Pools

Pools are a mechanism to limit the parallelism of task execution for tasks that run on a particular resource. For example, you might want to ensure that no more than 5 tasks in a particular DAG can run at the same time on a shared database. Pools can be configured in the Airflow UI under the Admin -> Pools section.

What are Pools?

In Airflow, a Pool is a named entity that represents a set of workers or resources that a limited number of tasks can occupy concurrently. Each pool has a specified slot count, which determines how many tasks can run simultaneously within that pool.

Use Cases for Pools

Creating and Managing Pools

Pools are managed through the Airflow UI.

  1. Navigate to the Admin menu.
  2. Click on Pools.
  3. Click the + button to create a new pool.
  4. Enter a Pool Name (e.g., my_api_pool). This name will be used in your DAG code.
  5. Set the Slots to the maximum number of concurrent tasks allowed.
  6. Optionally, add a Description for clarity.
  7. Click Save.

Assigning Tasks to Pools

To assign a task to a specific pool, you use the pool parameter when defining the task in your DAG. If the specified pool is not found, Airflow will typically default to using the default_pool.


from __future__ import annotations

import pendulum

from airflow.models.dag import DAG
from airflow.operators.empty import EmptyOperator

with DAG(
    dag_id="pool_example_dag",
    schedule=None,
    start_date=pendulum.datetime(2023, 1, 1, tz="UTC"),
    catchup=False,
    tags=["example", "pool"],
) as dag:
    start = EmptyOperator(task_id="start")
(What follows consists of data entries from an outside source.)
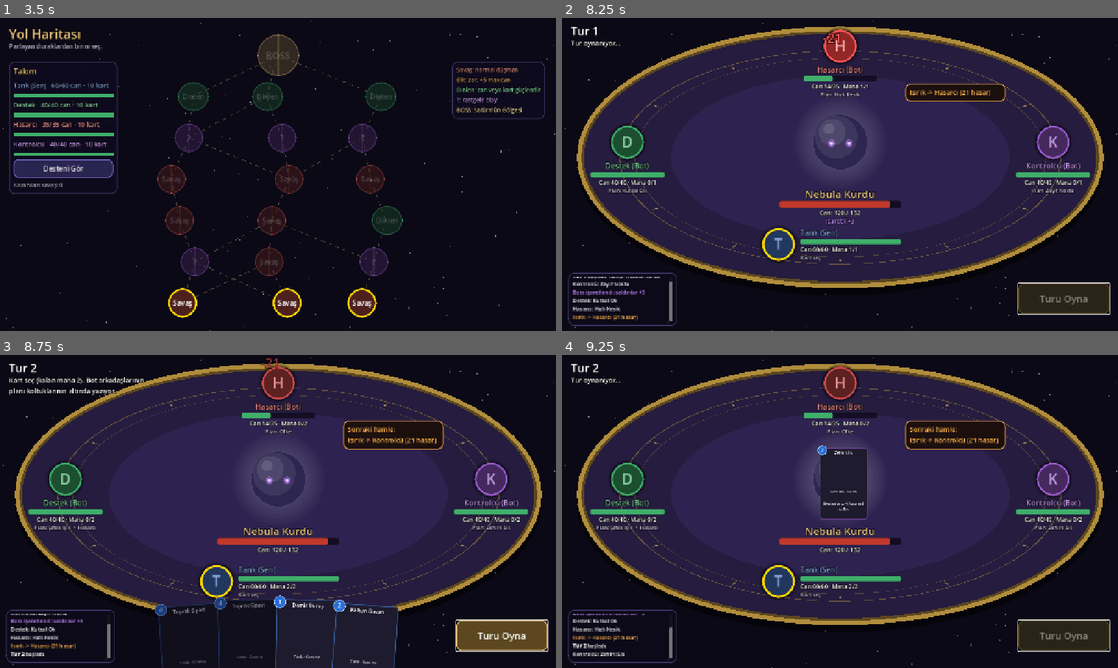
Above: before the commit, frames 1-4 (two rows, left to right).
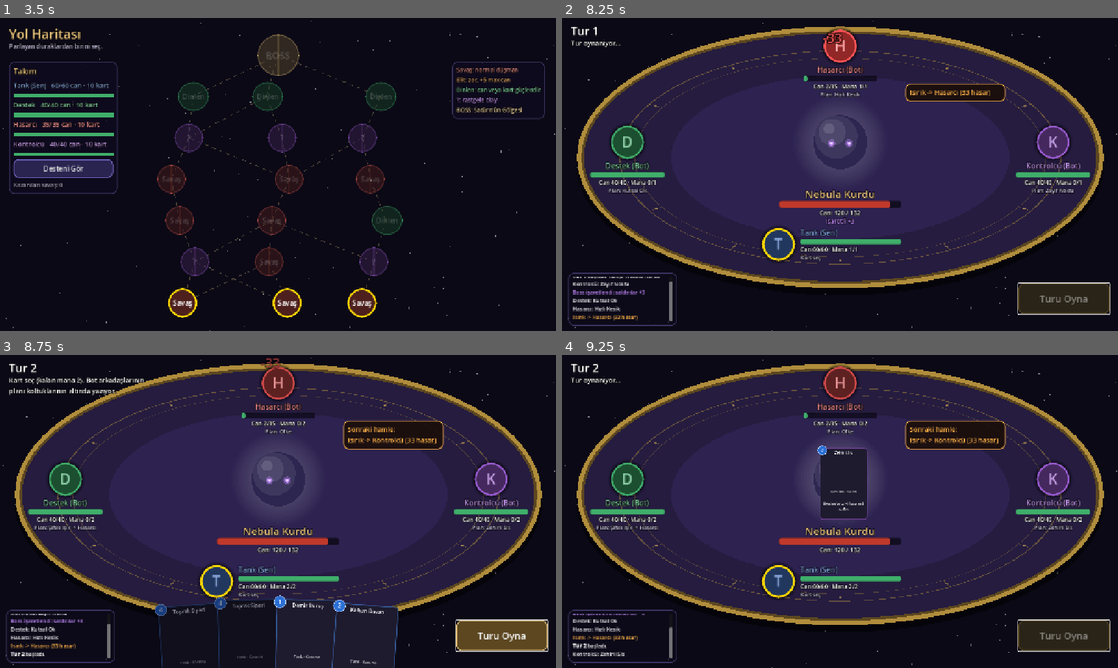
Above: after the commit, the same moments.

Repository: bogacavdar/coop-kart-oyunu
Game: Godot game, scene res://oyun.tscn
Same seed, same stepped clock (60 frames per second), same inputs: the game is played once before the commit and once after it.
Inputs (mouse positions are in pixels of both pictures, inside the frame that each line leads up to):
- Up to frame 1 (3.5 s): click (105, 187) at 0.52 s; click "Desteni Gör" at 1.25 s; click "Savaş" at 2 s; click "Savaş" at 2.75 s
- Up to frame 2 (8.25 s): click "Savaş" at 3.5 s; click "Turu Oyna" at 4.25 s; move the mouse to (834, 243) at 5.02 s; click (834, 243) at 5.17 s; move the mouse to (628, 165) at 5.77 s; click (628, 165) at 5.92 s; move the mouse to (840, 68) at 6.52 s; click (840, 68) at 6.67 s; move the mouse to (1051, 165) at 7.27 s; click (1051, 165) at 7.42 s; move the mouse to (1006, 221) at 8.02 s; click (1006, 221) at 8.17 s
- Up to frame 3 (8.75 s): no input
- Up to frame 4 (9.25 s): click "Turu Oyna" at 8.75 s

Frame 1 is identical in both runs. In frame 2, 0.3% of the frame differs, in the area x 9-74%, y 4-97%; in frame 3, 0.3%; in frame 4, 0.2%.

Commit message:
Denge: normal ve elit düşman hasarı artırıldı
Co-Authored-By: Claude Opus 5.5 <noreply@anthropic.com>
Claude-Session: https://claude.ai/code/session_01BTyhiEWYueC4ryox9s8zfK

Diff:
--- a/savas/dusmanlar.gd
+++ b/savas/dusmanlar.gd
@@ -19,32 +19,32 @@
 		"kuyruklu_yavru":
 			return {"id": id, "ad": "Kuyruklu Yıldız Yavrusu", "tip": "normal", "can": 36, "guc_artisi": 1,
 				"hamleler": [
-					{"tur": "tekil", "ad": "Kuyruk Darbesi", "hasar": 19, "agirlik": 50},
-					{"tur": "alan", "ad": "Toz Bulutu", "hasar": 9, "agirlik": 30},
+					{"tur": "tekil", "ad": "Kuyruk Darbesi", "hasar": 29, "agirlik": 50},
+					{"tur": "alan", "ad": "Toz Bulutu", "hasar": 14, "agirlik": 30},
 					{"tur": "kalkan", "ad": "Buz Kabuğu", "miktar": 16, "agirlik": 20},
 				],
 				"gorunum": {"renk": "#1d3a5c", "goz": "#7fd6ff", "halka": false, "yaricap": 64.0}}
 		"golge_akrep":
 			return {"id": id, "ad": "Gölge Akrep", "tip": "normal", "can": 38, "guc_artisi": 1,
 				"hamleler": [
-					{"tur": "tekil", "ad": "Zehirli İğne", "hasar": 18, "agirlik": 40},
-					{"tur": "cift", "ad": "Çifte Kıskaç", "hasar": 13, "agirlik": 40},
+					{"tur": "tekil", "ad": "Zehirli İğne", "hasar": 28, "agirlik": 40},
+					{"tur": "cift", "ad": "Çifte Kıskaç", "hasar": 20, "agirlik": 40},
 					{"tur": "guc", "ad": "Zehir Biriktiriyor", "miktar": 3, "agirlik": 20},
 				],
 				"gorunum": {"renk": "#3a2416", "goz": "#ffcf4a", "halka": false, "yaricap": 66.0}}
 		"nebula_kurdu":
 			return {"id": id, "ad": "Nebula Kurdu", "tip": "normal", "can": 33, "guc_artisi": 1,
 				"hamleler": [
-					{"tur": "tekil", "ad": "Isırık", "hasar": 21, "agirlik": 45},
-					{"tur": "alan", "ad": "Uluma", "hasar": 10, "agirlik": 35},
+					{"tur": "tekil", "ad": "Isırık", "hasar": 33, "agirlik": 45},
+					{"tur": "alan", "ad": "Uluma", "hasar": 16, "agirlik": 35},
 					{"tur": "iyiles", "ad": "Yaralarını Yalıyor", "miktar": 16, "agirlik": 20},
 				],
 				"gorunum": {"renk": "#2c2650", "goz": "#c38bff", "halka": false, "yaricap": 62.0}}
 		"ay_cadisi":
 			return {"id": id, "ad": "Ay Cadısı", "tip": "elit", "can": 58, "guc_artisi": 2,
 				"hamleler": [
-					{"tur": "alan", "ad": "Ay Tutulması", "hasar": 15, "agirlik": 35},
-					{"tur": "tekil", "ad": "Lanet", "hasar": 31, "agirlik": 30},
+					{"tur": "alan", "ad": "Ay Tutulması", "hasar": 23, "agirlik": 35},
+					{"tur": "tekil", "ad": "Lanet", "hasar": 48, "agirlik": 30},
 					{"tur": "iyiles", "ad": "Ay Işığı İksiri", "miktar": 32, "agirlik": 15},
 					{"tur": "guc", "ad": "Dolunay", "miktar": 4, "agirlik": 20},
 				],
@@ -53,9 +53,9 @@
 			return {"id": id, "ad": "Güneş Muhafızı", "tip": "elit", "can": 62, "guc_artisi": 2,
 				"hamleler": [
 					{"tur": "kalkan", "ad": "Güneş Kalkanı", "miktar": 30, "agirlik": 25},
-					{"tur": "tekil", "ad": "Alev Kılıcı", "hasar": 38, "agirlik": 30, "ilk_tur_yok": true},
-					{"tur": "alan", "ad": "Güneş Patlaması", "hasar": 14, "agirlik": 30},
-					{"tur": "cift", "ad": "Çifte Işın", "hasar": 19, "agirlik": 15},
+					{"tur": "tekil", "ad": "Alev Kılıcı", "hasar": 59, "agirlik": 30, "ilk_tur_yok": true},
+					{"tur": "alan", "ad": "Güneş Patlaması", "hasar": 22, "agirlik": 30},
+					{"tur": "cift", "ad": "Çifte Işın", "hasar": 29, "agirlik": 15},
 				],
 				"gorunum": {"renk": "#5a3010", "goz": "#fff0a0", "halka": true, "yaricap": 80.0}}
 		_:

    # This task will run in the 'my_api_pool'
    # It will only run if there's an available slot in 'my_api_pool'
    task_in_pool = EmptyOperator(
        task_id="task_in_my_api_pool",
        pool="my_api_pool",  # Assigning the task to the pool
        pool_slots=1,       # Number of slots this task will occupy (default is 1)
    )

    end = EmptyOperator(task_id="end")

    start >> task_in_pool >> end
                

`pool_slots` Parameter

The pool_slots parameter specifies how many slots a task will occupy within its assigned pool. By default, a task occupies 1 slot. You can increase this value if a single task requires multiple resource slots from the pool.

How Pools Work

When a task is scheduled to run and is assigned to a pool:

  1. Airflow checks the current number of active tasks running in that pool.
  2. If the number of active tasks plus the pool_slots required by the new task is less than or equal to the pool's total Slots, the task is allowed to run.
  3. If the pool is "full" (i.e., all slots are occupied), the task will be queued and will only run when a slot becomes available.
Important: Pools do not affect task execution order within a DAG itself. They only control the concurrency of tasks across your Airflow environment based on the assigned pool.

Pools and Executors

Pools are an Airflow-level concept and work independently of the executor you are using (e.g., LocalExecutor, CeleryExecutor, KubernetesExecutor). The executor is responsible for actually running the tasks, while pools enforce concurrency limits at the scheduling level.

Default Pool

If a task does not specify a pool, it is implicitly assigned to the default_pool, which has an infinite number of slots by default. You can create and configure the default_pool in the UI as well.